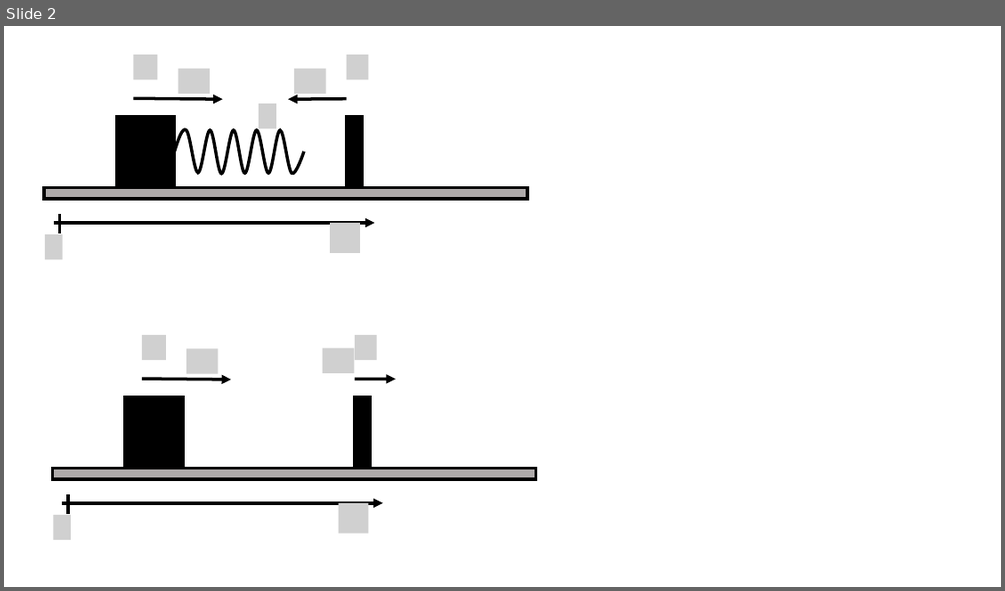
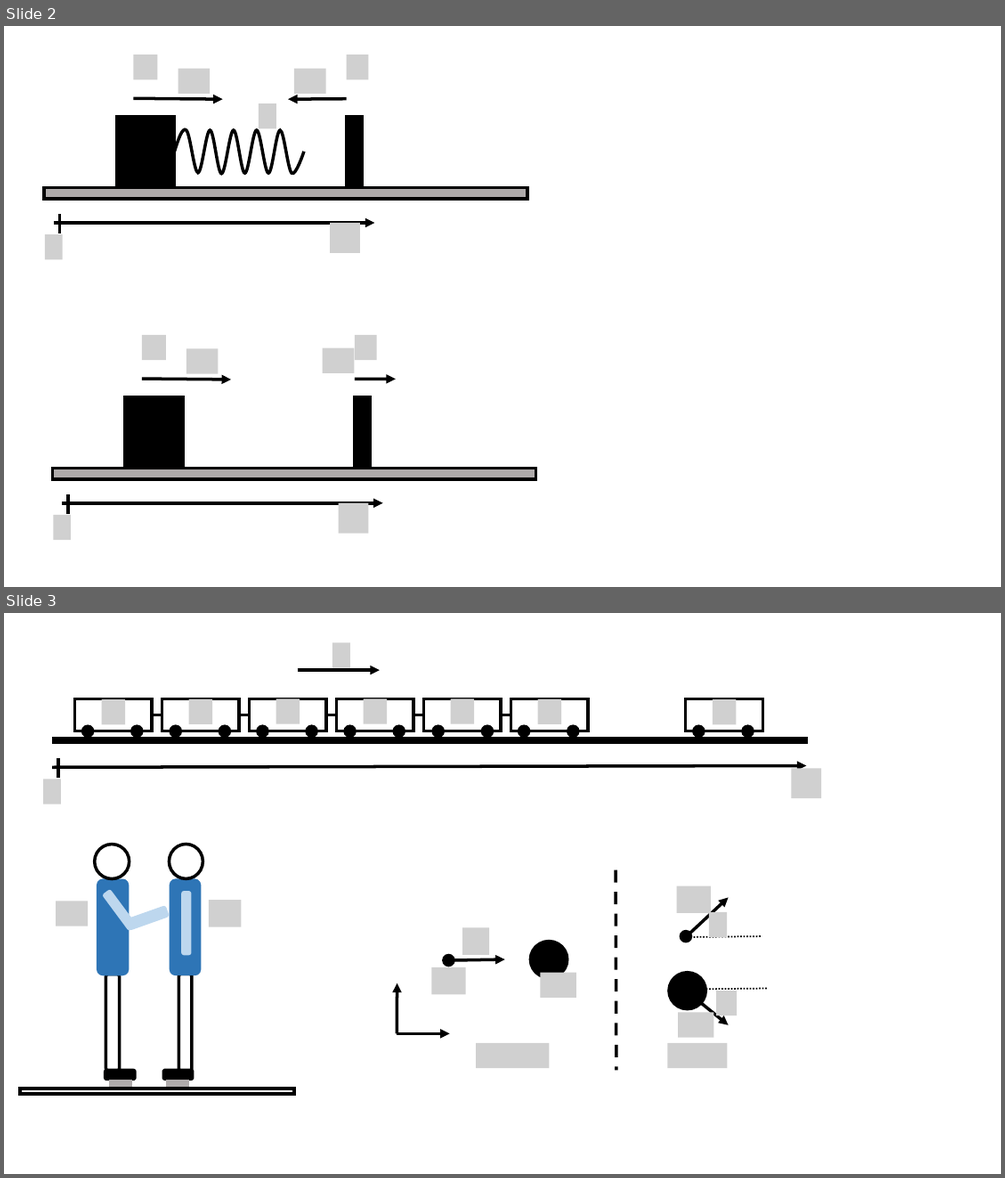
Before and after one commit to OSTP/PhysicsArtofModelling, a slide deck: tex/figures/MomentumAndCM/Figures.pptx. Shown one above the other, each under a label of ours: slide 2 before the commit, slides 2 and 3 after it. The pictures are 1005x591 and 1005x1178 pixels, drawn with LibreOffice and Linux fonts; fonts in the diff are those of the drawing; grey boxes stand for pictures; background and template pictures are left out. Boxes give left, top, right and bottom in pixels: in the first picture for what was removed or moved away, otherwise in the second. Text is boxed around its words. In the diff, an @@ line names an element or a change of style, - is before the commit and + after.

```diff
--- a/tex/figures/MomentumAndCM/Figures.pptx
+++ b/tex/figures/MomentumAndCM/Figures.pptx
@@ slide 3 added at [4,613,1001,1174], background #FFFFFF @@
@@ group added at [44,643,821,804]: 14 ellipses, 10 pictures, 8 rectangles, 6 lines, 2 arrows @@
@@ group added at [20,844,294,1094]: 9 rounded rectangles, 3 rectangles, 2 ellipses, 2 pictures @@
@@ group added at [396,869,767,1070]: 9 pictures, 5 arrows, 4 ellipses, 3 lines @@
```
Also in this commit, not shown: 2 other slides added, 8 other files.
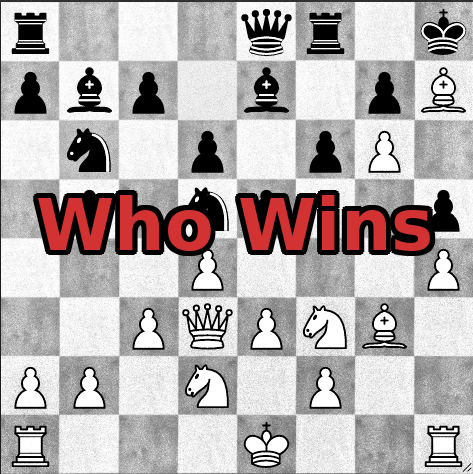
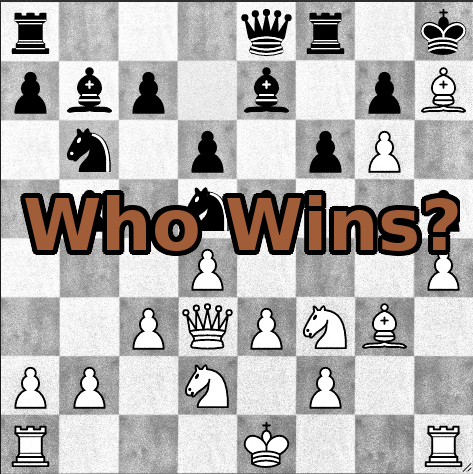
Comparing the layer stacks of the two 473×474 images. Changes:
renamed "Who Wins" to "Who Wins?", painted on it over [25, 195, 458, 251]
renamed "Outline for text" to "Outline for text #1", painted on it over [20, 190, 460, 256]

§ PROMPT: Nothing but the pictures may be dropped as you repeat the listing above exactly.

§ ANSWER TO THE PROBLEM:
Before and after one commit to OSTP/PhysicsArtofModelling, a slide deck: tex/figures/MomentumAndCM/Figures.pptx. Shown one above the other, each under a label of ours: slide 2 before the commit, slides 2 and 3 after it. The pictures are 1005x591 and 1005x1178 pixels, drawn with LibreOffice and Linux fonts; fonts in the diff are those of the drawing; grey boxes stand for pictures; background and template pictures are left out. Boxes give left, top, right and bottom in pixels: in the first picture for what was removed or moved away, otherwise in the second. Text is boxed around its words. In the diff, an @@ line names an element or a change of style, - is before the commit and + after.

```diff
--- a/tex/figures/MomentumAndCM/Figures.pptx
+++ b/tex/figures/MomentumAndCM/Figures.pptx
@@ slide 3 added at [4,613,1001,1174], background #FFFFFF @@
@@ group added at [44,643,821,804]: 14 ellipses, 10 pictures, 8 rectangles, 6 lines, 2 arrows @@
@@ group added at [20,844,294,1094]: 9 rounded rectangles, 3 rectangles, 2 ellipses, 2 pictures @@
@@ group added at [396,869,767,1070]: 9 pictures, 5 arrows, 4 ellipses, 3 lines @@
```
Also in this commit, not shown: 2 other slides added, 8 other files.
Comparing the layer stacks of the two 473×474 images. Changes:
renamed "Who Wins" to "Who Wins?", painted on it over [25, 195, 458, 251]
renamed "Outline for text" to "Outline for text #1", painted on it over [20, 190, 460, 256]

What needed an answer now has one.